Paul McPolin, a 1987 graduate of Syracuse and now deputy editor at the New York Post, had more positive memories of how the university handled free speech back when he was a student there. He recalled how during his time at The Daily Orange, he did “a series of investigative stories exposing how the administration was secretly planning to revise University Senate and governance rules, which would have limited student input. My stories, which were very unflattering to the SU administration, helped kill the effort. However, rather than try to shut me down, the administration fully cooperated with me and answered all my queries. To me, that showed the school respected the First Amendment, a free press, and the students’ right to speak up—even when it disagreed with what we said.”
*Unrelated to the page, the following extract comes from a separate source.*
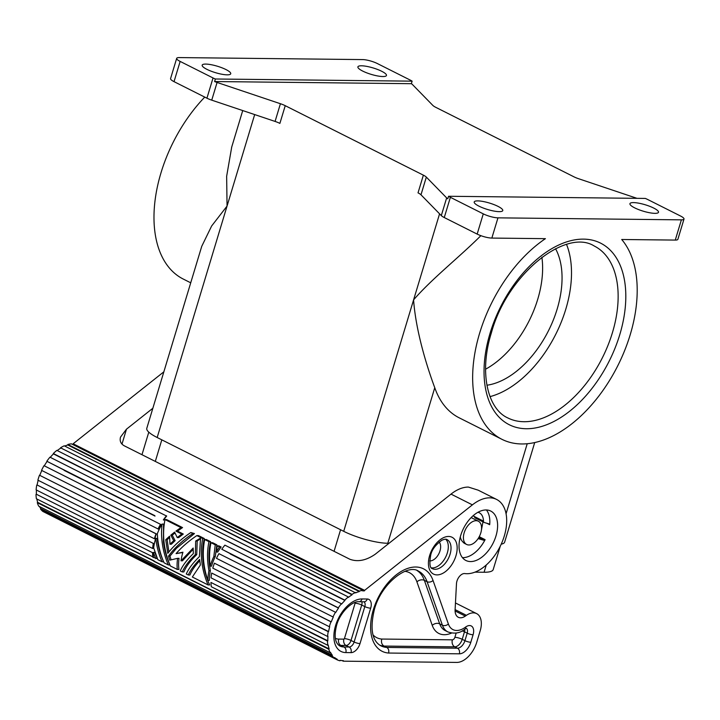 <?xml version="1.0" encoding="UTF-8"?>
<svg xmlns="http://www.w3.org/2000/svg" width="720" height="720" viewBox="0 0 720 720"><rect width="100%" height="100%" fill="white"/><g stroke="black" fill="none" stroke-linecap="round" stroke-linejoin="round"><path stroke-width="1.08" d="M39.447 506.52A37.422 22.347 -63.3 0 0 40.869 508.644L332.334 655.227A37.422 22.347 -63.3 0 1 330.507 652.338L330.165 652.716L38.7 506.142A37.962 22.671 -63.3 0 1 37.305 502.686L154.305 561.294A37.422 22.347 -63.3 0 1 154.197 560.952L153.837 561.285L212.238 590.661L212.598 590.319L329.13 648.927A37.422 22.347 -63.3 0 1 328.239 645.066L327.87 645.345A37.962 22.671 -63.3 0 1 327.465 641.052L327.843 640.827A37.422 22.347 -63.3 0 1 327.96 636.3L327.582 636.453A37.962 22.671 -63.3 0 1 328.212 631.656L328.581 631.566A37.422 22.347 -63.3 0 1 329.697 626.724L329.346 626.733A37.962 22.671 -63.3 0 1 329.706 625.5A37.962 22.671 -63.3 0 1 330.957 621.801L331.281 621.855A37.422 22.347 -63.3 0 1 333.306 617.067L333.009 616.941A37.962 22.671 -63.3 0 1 335.475 612.252L335.736 612.45A37.422 22.347 -63.3 0 1 338.517 608.085L338.292 607.833A37.962 22.671 -63.3 0 1 341.424 603.756L341.604 604.071A37.422 22.347 -63.3 0 1 344.925 600.471L344.79 600.111A37.962 22.671 -63.3 0 1 348.336 596.961L348.417 597.375A37.422 22.347 -63.3 0 1 352.026 594.819L60.525 447.795A37.962 22.671 -63.3 0 1 64.224 445.815L355.662 592.875A37.422 22.347 -63.3 0 1 359.271 591.57L67.806 444.987L67.878 444.492A37.962 22.671 -63.3 0 1 71.433 443.844L362.907 590.418L362.772 590.922A37.422 22.347 -63.3 0 1 364.464 590.859L72.999 444.276L73.152 443.772L364.617 590.355L364.464 590.859M57.24 450.567A37.422 22.347 -63.3 0 1 60.552 448.245M37.116 484.992L153.648 543.591L37.116 484.992A37.422 22.347 -63.3 0 1 38.178 480.312M153.648 543.591A37.422 22.347 -63.3 0 0 153.027 548.325L152.649 548.478A37.962 22.671 -63.3 0 1 153.279 543.672M501.228 544.158A32.544 7.317 16.8 0 0 504.639 542.151L534.708 442.566M231.723 147.006L226.647 176.274L227.052 206.073L211.635 225.999L201.726 246.366L146.79 428.337A32.544 7.317 16.8 0 0 157.176 437.508L343.71 531.324A32.544 7.317 16.8 0 0 387.792 543.276L389.025 543.294M320.751 599.112L230.256 553.932L321.147 599.643M338.292 607.833L221.769 549.225A37.962 22.671 -63.3 0 1 224.892 545.148L341.424 603.756M359.271 591.57L359.352 591.075L67.878 444.492M359.352 591.075A37.962 22.671 -63.3 0 1 362.907 590.418M329.346 626.733L212.814 568.134A37.962 22.671 -63.3 0 1 213.174 566.892A37.962 22.671 -63.3 0 1 214.425 563.193L330.957 621.801M36 494.469A37.962 22.671 -63.3 0 0 36.396 498.762L153.297 557.091A37.422 22.347 -63.3 0 1 152.91 552.852L36.378 494.253A37.422 22.347 -63.3 0 1 36.468 490.05M152.91 552.852L36.378 494.253M152.649 548.478L36.117 489.879A37.962 22.671 -63.3 0 1 36.747 485.073M496.593 499.428A40.671 24.291 116.7 0 0 472.392 504.864L451.017 494.109A40.671 24.291 116.7 0 1 468.405 487.08L478.197 490.176L496.593 499.428A40.671 24.291 116.7 0 1 504.279 536.049A40.671 24.291 116.7 0 1 464.841 573.57A8.136 4.86 116.7 0 0 456.957 581.067A8.136 4.86 116.7 0 0 456.48 583.668L455.103 609.723A13.014 7.776 116.7 0 0 458.316 617.283A13.014 7.776 116.7 0 0 465.309 616.104L466.434 615.33A18.981 11.34 116.7 0 1 476.631 613.611A18.981 11.34 116.7 0 1 480.213 630.702L476.703 642.339A21.69 12.951 116.7 0 1 456.75 662.418L343.233 661.176L343.386 660.672A37.422 22.347 -63.3 0 1 340.173 660.294L339.966 660.798A37.962 22.671 -63.3 0 1 336.978 659.727L337.212 659.25A37.422 22.347 -63.3 0 1 337.113 659.196L337.014 659.142M45.657 512.847L336.978 659.727M343.233 661.176L342.099 660.6M154.404 538.758L37.881 480.159A37.962 22.671 -63.3 0 1 38.232 478.917A37.962 22.671 -63.3 0 1 39.483 475.218L156.339 533.88A37.422 22.347 -63.3 0 0 155.115 537.525A37.422 22.347 -63.3 0 0 154.755 538.74L154.404 538.758A37.962 22.671 -63.3 0 1 154.764 537.525A37.962 22.671 -63.3 0 1 156.015 533.826L156.339 533.88M60.525 447.795L351.999 594.369A37.962 22.671 -63.3 0 1 355.689 592.398M451.017 494.109L375.21 554.247C366.201 560.484 357.741 562.149 349.848 559.251L124.443 445.896C120.789 443.925 119.484 440.973 120.537 437.058L126.486 429.165L152.847 408.258M215.37 79.002A10.845 2.439 -163.2 0 1 215.28 78.966A10.845 2.439 -163.2 0 1 213.039 77.958L180.144 61.416A10.845 2.439 -163.2 0 1 176.67 58.671A10.845 2.439 -163.2 0 1 176.679 58.356A10.845 2.439 -163.2 0 1 179.289 57.582L362.709 59.589A10.845 2.439 -163.2 0 1 369.882 60.786A10.845 2.439 -163.2 0 1 377.406 63.576L410.301 80.118A10.845 2.439 -163.2 0 1 412.074 81.126A10.845 2.439 -163.2 0 1 412.128 81.162L411.363 83.691L214.605 81.54L215.37 79.002L412.128 81.162M163.845 371.826L73.152 443.772M472.392 504.864L364.617 590.355M64.719 446.067A37.422 22.347 -63.3 0 1 67.806 444.987M285.237 105.687A10.845 2.439 16.8 0 0 282.987 104.67A10.845 2.439 16.8 0 0 280.422 103.725L275.076 121.428A10.845 2.439 -163.2 0 1 277.641 122.373A10.845 2.439 -163.2 0 1 279.891 123.39L285.237 105.687L423.369 175.158L418.023 192.861A10.845 2.439 -163.2 0 1 419.805 193.869A10.845 2.439 -163.2 0 1 420.984 194.805L441.306 215.604A10.845 2.439 16.8 0 0 442.494 216.54A10.845 2.439 16.8 0 0 444.267 217.548L477.162 234.09A10.845 2.439 16.8 0 0 484.686 236.88A10.845 2.439 16.8 0 0 491.85 238.077L545.418 238.662A117.954 70.443 116.7 0 0 479.655 333.108A117.954 70.443 116.7 0 0 501.93 439.317L459.18 417.816A117.954 70.443 -63.3 0 1 434.763 387.72C426.861 366.498 415.818 331.047 413.586 299.88C431.523 279.027 460.08 256.5 480.582 235.953A117.954 70.443 -63.3 0 1 480.861 235.665M500.274 546.174L493.218 569.538A37.962 8.541 -163.2 0 1 484.083 572.247L474.921 572.148M154.8 515.691L46.827 461.25A37.962 22.671 -63.3 0 1 49.95 457.173L166.662 516.087A37.422 22.347 -63.3 0 0 163.575 520.11M334.305 658.008L42.84 511.425A37.962 22.671 -63.3 0 1 40.554 509.076L332.028 655.65A37.962 22.671 -63.3 0 0 334.305 658.008L334.593 657.549A37.422 22.347 -63.3 0 0 337.113 659.196M64.62 470.34L46.827 461.25M155.016 516.087L64.116 470.376L154.62 515.556M212.4 590.508L154.305 561.294M352.026 594.819L351.999 594.369M170.19 512.298A37.422 22.347 -63.3 0 0 169.983 512.496L53.325 453.528A37.962 22.671 -63.3 0 1 56.871 450.378L348.336 596.961M169.857 512.127L344.925 600.471M344.79 600.111L228.258 541.503M330.165 652.716A37.962 22.671 -63.3 0 1 328.77 649.26L212.238 590.661M411.363 83.691A10.845 2.439 -163.2 0 1 412.497 84.591L432.819 105.39A10.845 2.439 16.8 0 0 433.998 106.326A10.845 2.439 16.8 0 0 435.771 107.334L573.912 176.805A10.845 2.439 16.8 0 0 576.162 177.822A10.845 2.439 16.8 0 0 578.727 178.767L636.984 198.333M221.769 549.225L230.751 553.887M333.009 616.941L216.477 558.333A37.962 22.671 -63.3 0 1 218.943 553.653L335.475 612.252M213.039 77.958L206.928 98.19L174.033 81.648L180.144 61.416M444.267 217.548L450.378 197.316A10.845 2.439 -163.2 0 1 448.596 196.308A10.845 2.439 -163.2 0 1 448.542 196.272L645.3 198.423A10.845 2.439 -163.2 0 1 645.39 198.459A10.845 2.439 -163.2 0 1 647.64 199.476L680.535 216.018A10.845 2.439 -163.2 0 1 684 218.763A10.845 2.439 -163.2 0 1 683.991 219.078A10.845 2.439 -163.2 0 1 681.381 219.852L497.961 217.845A10.845 2.439 -163.2 0 1 490.788 216.639A10.845 2.439 -163.2 0 1 483.273 213.858L477.162 234.09M72.324 444.285A37.422 22.347 -63.3 0 1 72.999 444.276M450.378 197.316L483.273 213.858M331.281 621.855L214.425 563.193M158.067 528.966L41.544 470.358A37.962 22.671 -63.3 0 1 44.001 465.669L160.794 524.466A37.422 22.347 -63.3 0 0 158.373 529.092L158.067 528.966A37.962 22.671 -63.3 0 1 160.533 524.277M327.582 636.453L211.059 577.854A37.962 22.671 -63.3 0 1 211.689 573.048L328.212 631.656M39.483 475.218L156.015 533.826M328.581 631.566L211.689 573.048M327.87 645.345L211.338 586.746A37.962 22.671 -63.3 0 1 210.942 582.444L327.843 640.827M327.465 641.052L210.942 582.444M176.679 58.356L170.568 78.588A10.845 2.439 16.8 0 0 170.568 78.903A10.845 2.439 16.8 0 0 174.033 81.648M448.542 196.272L447.786 198.801A10.845 2.439 -163.2 0 1 446.652 197.901L426.33 177.102A10.845 2.439 16.8 0 0 425.151 176.166A10.845 2.439 16.8 0 0 423.369 175.158M464.184 532.746A13.014 7.776 -63.3 0 1 478.341 521.208A13.014 7.776 -63.3 0 1 480.798 532.926A13.014 7.776 -63.3 0 1 466.641 544.464A13.014 7.776 -63.3 0 1 464.184 532.746M338.517 608.085L320.94 599.247M152.928 557.37A37.962 22.671 -63.3 0 1 152.532 553.068M36.855 498.996A37.422 22.347 -63.3 0 0 37.665 502.344L37.305 502.686M39.816 475.272A37.422 22.347 -63.3 0 1 41.832 470.502M44.298 465.822A37.422 22.347 -63.3 0 1 47.052 461.502M50.265 457.335A37.422 22.347 -63.3 0 1 53.451 453.897L53.325 453.528M37.665 502.344L154.197 560.952M460.674 535.572A27.657 16.515 -63.3 0 1 490.752 511.056A27.657 16.515 -63.3 0 1 497.466 528.552A27.657 16.515 -63.3 0 1 495.972 535.959A27.657 16.515 -63.3 0 1 465.894 560.475A27.657 16.515 -63.3 0 1 460.674 535.572M388.575 653.04A46.143 27.558 -63.3 0 1 373.347 609.732A46.143 27.558 -63.3 0 1 403.857 570.006A46.143 27.558 -63.3 0 1 433.035 580.482A4.338 3.015 160.6 0 1 427.077 581.706L442.404 625.212L439.686 623.844A26.577 15.867 -63.3 0 0 445.167 630.549L447.885 631.917C454.563 634.158 460.305 633.177 465.111 628.974A4.338 2.232 -126.8 0 0 465.624 627.057A9.819 5.868 -63.3 0 1 472.203 626.661A9.819 5.868 -63.3 0 1 473.085 634.77L470.817 642.267A12.474 7.452 -63.3 0 1 459.342 653.823L388.575 653.04C389.169 650.493 388.557 648.621 386.748 647.433A41.796 24.966 -63.3 0 1 380.907 645.84C372.006 640.854 369.837 628.713 374.4 609.426C381.366 583.173 407.781 563.535 418.464 571.149A41.796 24.966 -63.3 0 1 427.077 581.706L424.359 580.338A41.796 24.966 -63.3 0 0 417.132 570.582M379.656 645.111A41.796 24.966 -63.3 0 0 384.021 646.065L386.748 647.433L457.461 648.207L454.734 646.839A5.427 4.176 90.6 0 1 452.376 639.828L381.744 639.054C380.997 642.24 381.762 644.58 384.021 646.065L454.734 646.839A8.136 4.86 -63.3 0 0 462.222 639.306L464.94 640.674A8.136 4.86 -63.3 0 1 457.461 648.207A4.338 3.339 -89.4 0 1 459.342 653.823M477.936 512.298A16.812 10.044 -63.3 0 1 479.322 512.793A16.812 10.044 -63.3 0 1 483.489 521.118A2.709 1.62 -63.3 0 0 484.164 522.468A2.709 1.62 -63.3 0 0 484.326 522.531L489.357 523.998A1.089 0.648 -63.3 0 1 489.681 524.709A27.657 16.515 116.7 0 0 486.423 509.976M481.437 529.992L482.985 521.874M483.489 521.118L473.841 516.267L473.652 515.268M462.447 557.649A27.657 16.515 116.7 0 0 485.109 539.667A1.089 0.648 -63.3 0 1 484.119 540.351L478.116 538.605M466.641 544.464L464.697 543.483A13.014 7.776 -63.3 0 1 462.924 541.962A16.812 10.044 -63.3 0 1 460.296 536.886M473.841 516.267L475.191 517.932M163.359 519.849A37.962 22.671 -63.3 0 1 166.482 515.781M169.983 512.496L53.451 453.897M155.745 538.236C156.717 546.66 158.823 554.508 162.054 561.789L157.797 559.638L153.666 547.857A39.591 23.643 116.7 0 1 155.745 538.236L157.167 538.56C158.112 546.48 160.11 553.851 163.161 560.673M162.027 524.088C160.56 538.119 162.666 551.736 168.336 564.948L164.079 562.797C160.083 553.752 157.842 544.05 157.338 533.682A39.591 23.643 116.7 0 1 162.027 524.088L163.539 524.106L163.449 541.719C164.394 549.639 166.392 557.01 169.443 563.832M182.547 527.589L166.617 519.579L164.988 519.561L180.918 527.571L175.941 531.09L177.453 531.108L182.547 527.589L180.918 527.571M175.941 531.09L181.773 534.024L183.285 534.042L177.453 531.108M183.285 534.042L178.686 537.606L177.246 537.588L174.591 532.107L170.802 535.158L173.718 540.648L169.974 544.221L169.605 536.184L165.735 539.712L167.787 553.329C173.556 545.94 181.224 539.01 190.791 532.53L192.807 533.547C182.367 540.63 174.267 548.154 168.507 556.119L169.731 560.178L177.633 558.333A39.591 23.643 116.7 0 0 177.291 569.448L178.929 569.466A37.422 22.347 -63.3 0 1 179.055 558.342L177.633 558.333M174.996 532.962L172.233 535.176L175.122 540.657L171.36 544.23L169.974 544.221M169.614 537.435L167.13 539.73L168.876 551.952M192.807 533.547L194.436 533.565L190.791 532.53M194.436 533.565L176.463 548.262L169.947 556.137L171.108 559.845M204.309 538.533L198.477 535.599L196.848 535.581L202.68 538.515L204.309 538.533C202.608 545.58 202.221 553.302 203.166 561.69C204.165 570.087 206.343 577.827 209.682 584.937L208.053 584.919L192.348 577.017L200.376 564.993L199.629 559.422C194.193 564.984 190.422 570.168 188.307 574.983L189.936 575.001C191.664 570.636 194.94 565.875 199.764 560.727M208.962 541.674L210.591 541.692L206.334 539.55L204.696 539.532L208.962 541.674C207.063 550.656 207.054 560.34 208.953 570.717A39.591 23.643 116.7 0 0 207.846 580.347L209.358 580.365A37.422 22.347 -63.3 0 1 210.357 570.735L208.953 570.717M210.591 541.692C208.89 548.739 208.503 556.461 209.448 564.849L210.357 570.735M215.244 544.833L216.873 544.851L212.616 542.709L210.978 542.691L215.244 544.833L213.84 556.56A39.591 23.643 116.7 0 0 210.114 566.163C209.142 557.739 209.43 549.918 210.978 542.691M216.873 544.851L215.28 556.569A37.422 22.347 -63.3 0 0 211.581 565.92A37.422 22.347 -63.3 0 0 211.5 566.172L210.114 566.163M216.252 552.015L217.755 552.033A37.422 22.347 -63.3 0 1 221.139 546.993L218.898 545.868L217.26 545.85L219.51 546.975A39.591 23.643 116.7 0 0 216.252 552.015L217.26 545.85M155.772 558.63L153.333 552.42A39.591 23.643 116.7 0 0 153.531 557.496L157.356 558.639M153.333 552.42L154.836 552.438L156.879 557.514M168.336 564.948L169.92 564.966M207.846 580.347C203.121 566.253 202.077 552.645 204.696 539.532M213.84 556.56L215.28 556.569M162.054 561.789L163.638 561.807M181.773 534.024L177.246 537.588M177.291 569.448L170.361 565.956C163.818 550.44 162.027 534.969 164.988 519.561M170.802 535.158L172.233 535.176M173.718 540.648L175.122 540.657M165.735 539.712L167.13 539.73M168.507 556.119L169.947 556.137M219.51 546.975L221.139 546.993M196.848 535.581C188.586 541.152 181.665 547.164 176.085 553.626L182.934 552.195A39.591 23.643 116.7 0 0 181.026 560.808L193.167 548.028L193.338 553.59C186.966 559.773 182.601 565.551 180.234 570.924L182.25 571.941C184.617 566.559 188.991 560.781 195.354 554.607L195.687 541.017L200.529 538.11L199.395 556.641C193.023 562.815 188.658 568.593 186.291 573.975L188.307 574.983M202.68 538.515C199.728 553.932 201.519 569.394 208.053 584.919M195.687 541.017L197.199 541.035L196.749 554.625L194.184 557.181C189.108 562.509 185.67 567.432 183.879 571.959L182.25 571.941M200.394 538.776L197.199 541.035M195.354 554.607L196.749 554.625M181.026 560.808L182.457 560.817L193.167 549.288M176.085 553.626L182.835 552.51M499.176 211.644A14.913 3.357 -163.2 0 1 482.949 207.909A14.913 3.357 -163.2 0 1 474.21 201.96A14.913 3.357 -163.2 0 1 477.801 200.889A14.913 3.357 -163.2 0 1 494.028 204.624A14.913 3.357 -163.2 0 1 502.767 210.573A14.913 3.357 -163.2 0 1 499.176 211.644M633.537 202.599A14.913 3.357 -163.2 0 1 649.764 206.334A14.913 3.357 -163.2 0 1 658.503 212.283A14.913 3.357 -163.2 0 1 654.912 213.345A14.913 3.357 -163.2 0 1 638.676 209.619A14.913 3.357 -163.2 0 1 629.946 203.661A14.913 3.357 -163.2 0 1 633.537 202.599M681.381 219.852L675.27 240.084A10.845 2.439 16.8 0 0 677.88 239.31L683.991 219.078M501.93 439.317A117.954 70.443 116.7 0 0 630.198 334.755A117.954 70.443 116.7 0 0 621.711 239.499L675.27 240.084M566.55 244.449A96.21 57.456 -63.3 0 1 565.794 309.195A96.21 57.456 -63.3 0 1 490.023 396.621M555.561 248.742A82.647 49.356 -63.3 0 1 557.145 309.105A82.647 49.356 -63.3 0 1 486.909 385.236M541.881 257.229A82.647 49.356 -63.3 0 1 537.714 299.331A82.647 49.356 -63.3 0 1 485.577 369.198M206.928 98.19A10.845 2.439 16.8 0 0 209.178 99.207A10.845 2.439 16.8 0 0 211.743 100.152L217.089 82.449A10.845 2.439 -163.2 0 1 214.605 81.54M217.089 82.449L280.422 103.725M382.869 76.536A14.913 3.357 -163.2 0 1 366.642 72.81A14.913 3.357 -163.2 0 1 357.903 66.852A14.913 3.357 -163.2 0 1 361.494 65.79A14.913 3.357 -163.2 0 1 377.73 69.525A14.913 3.357 -163.2 0 1 386.46 75.474A14.913 3.357 -163.2 0 1 382.869 76.536M205.767 64.08A14.913 3.357 -163.2 0 1 221.994 67.815A14.913 3.357 -163.2 0 1 230.733 73.773A14.913 3.357 -163.2 0 1 227.142 74.835A14.913 3.357 -163.2 0 1 210.906 71.1A14.913 3.357 -163.2 0 1 202.176 65.151A14.913 3.357 -163.2 0 1 205.767 64.08M275.076 121.428L211.743 100.152M204.75 97.101A117.954 70.443 116.7 0 0 160.983 172.845A117.954 70.443 116.7 0 0 183.258 279.054L190.719 282.807M527.22 443.736L506.07 513.792M254.673 114.579L157.176 437.508M121.977 444.096L126.486 429.165M434.763 387.72L387.792 543.276M486.279 564.975L484.083 572.247M439.569 213.831L343.71 531.324M455.112 609.633L466.434 615.33M455.094 610.965L465.309 616.104M340.578 529.749L334.071 551.313M161.811 439.848L155.304 461.412M429.642 555.534A20.61 12.303 -63.3 0 1 448.596 536.454A20.61 12.303 -63.3 0 1 455.949 555.822A20.61 12.303 -63.3 0 1 436.995 574.902A20.61 12.303 -63.3 0 1 429.642 555.534M351.027 652.635A9.765 5.832 116.7 0 0 360 643.599L370.692 608.184A9.765 5.832 116.7 0 0 367.218 599.013L362.025 598.95A28.746 17.163 -63.3 0 0 335.583 625.563A28.746 17.163 -63.3 0 0 345.834 652.572L351.027 652.635A4.338 3.339 -89.4 0 0 349.137 647.019A5.427 3.24 116.7 0 0 354.123 641.997L351.018 640.44A4.878 1.098 -163.2 0 0 344.403 638.649L343.908 639.144A4.878 3.762 -89.4 0 0 346.032 645.462A5.427 3.24 116.7 0 0 351.018 640.44L361.71 605.025A5.427 3.24 116.7 0 0 361.881 601.758M433.035 580.482L448.362 623.988A4.338 3.015 160.6 0 1 442.404 625.212A26.577 15.867 -63.3 0 0 447.885 631.917M465.624 627.057A22.239 13.275 -63.3 0 1 448.362 623.988M446.994 539.586A16.272 9.72 -63.3 0 1 450.072 554.229A16.272 9.72 -63.3 0 1 432.378 568.656C429.84 568.17 429.273 563.697 430.686 555.228C431.757 549.855 435.51 544.851 441.927 540.198C444.501 539.127 446.193 538.92 446.994 539.586M445.725 539.244A16.272 9.72 -63.3 0 1 447.345 552.861A16.272 9.72 -63.3 0 1 431.352 567.837M439.155 542.034A10.845 6.48 -63.3 0 1 440.001 550.872A10.845 6.48 -63.3 0 1 429.669 560.898M360 643.599A4.338 0.972 -163.2 0 1 354.123 641.997L364.815 606.591A5.427 3.24 116.7 0 0 363.933 601.785M367.218 599.013A4.338 3.339 90.6 0 1 364.059 601.785L358.866 601.731C352.404 600.903 340.101 612.216 336.627 625.257C333.918 636.129 334.998 643.05 339.858 646.002A24.408 14.571 -63.3 0 0 343.944 646.965A4.338 3.339 90.6 0 1 345.834 652.572M338.544 645.111A24.408 14.571 -63.3 0 0 340.839 645.399L343.944 646.965L349.137 647.019L346.032 645.462L340.839 645.399A4.878 3.762 90.6 0 1 338.715 639.09A19.521 11.664 -63.3 0 1 335.358 638.28M343.908 639.144L338.715 639.09M370.692 608.184A4.338 0.972 -163.2 0 1 364.815 606.591L361.71 605.025A4.878 1.098 -163.2 0 0 355.095 603.234L344.403 638.649M355.095 603.234L354.906 602.721A4.878 3.762 90.6 0 1 354.987 602.469M354.339 602.721L354.906 602.721M358.866 601.731A4.338 3.339 -89.4 0 0 362.025 598.95M416.916 581.859A5.427 3.771 160.6 0 1 424.359 580.338L439.686 623.844A5.427 3.771 -19.4 0 0 432.243 625.365L416.916 581.859A36.378 21.726 -63.3 0 0 404.928 571.338M462.186 630.864A5.427 1.224 -163.2 0 1 464.481 631.809L467.208 633.177L464.94 640.674A4.338 0.972 -163.2 0 0 470.817 642.267M456.165 633.042L454.878 637.317A5.427 1.224 -163.2 0 1 462.222 639.306L464.481 631.809A5.481 3.276 -63.3 0 0 464.787 629.217M451.494 633.087A31.995 19.107 -63.3 0 1 432.243 625.365M466.326 628.335A5.481 3.276 -63.3 0 1 467.208 633.177A4.338 0.972 -163.2 0 0 473.085 634.77M454.878 637.317A2.709 1.62 -63.3 0 1 452.376 639.828M381.744 639.054A36.378 21.726 -63.3 0 1 372.987 634.86M489.681 524.709L486.756 523.233M484.119 540.351L478.719 537.633M420.984 194.805L426.33 177.102M491.85 238.077L497.961 217.845M619.776 334.647A101.637 60.696 -63.3 0 1 526.302 428.733A101.637 60.696 -63.3 0 1 490.068 333.225A101.637 60.696 -63.3 0 1 583.551 239.13A101.637 60.696 -63.3 0 1 619.776 334.647M612.432 332.649A96.21 57.456 -63.3 0 1 507.816 417.933C487.53 408.924 478.935 372.384 491.373 332.838C507.348 273.87 566.046 228.024 594.261 246.024A96.21 57.456 -63.3 0 1 612.432 332.649M446.652 197.901L441.306 215.604M485.109 539.667L479.241 536.706M242.73 110.565L231.597 147.429M476.631 613.611L455.463 602.964M478.341 521.208L471.15 517.59M148.788 432.153L141.975 454.716M465.111 628.974L466.173 628.245M484.164 522.468L474.948 517.833"/></g></svg>

Unfortunately, the free speech environment at Syracuse has been deteriorating for years.

In 2010, Tony Callisto, then Syracuse’s Department of Public Safety chief, said that students wearing Halloween costumes deemed offensive would face disciplinary action.

In 2016, Shimon Dotan, an Israeli filmmaker and NYU journalism professor, was disinvited to Syracuse after SU Professor Gail Hamner wrote a letter saying that she had been pressured to rescind his invitation because of the filmmaker’s work on Israeli settlements in the West Bank.

Dotan never visited the university, though he was eventually reinvited, according to Matthew Cleary, a member of the University Senate’s committee on Academic Freedom, Tenure and Professional Ethics.

FIRE criticized SU in February for initially refusing to recognize a university chapter of Young Americans for Freedom, a conservative student group. SU cited YAF’s lack of a faculty adviser and the group’s requirement for prospective members to acknowledge the “superiority” of the U.S. Constitution. YAF did eventually receive official recognition from the university.

Maintaining freedom of speech at Syracuse could depend crucially on The Daily Orange, McPolin believes, because the student paper is not a university-funded organization. A free and independent press, at Syracuse as anywhere else, is what protects free speech.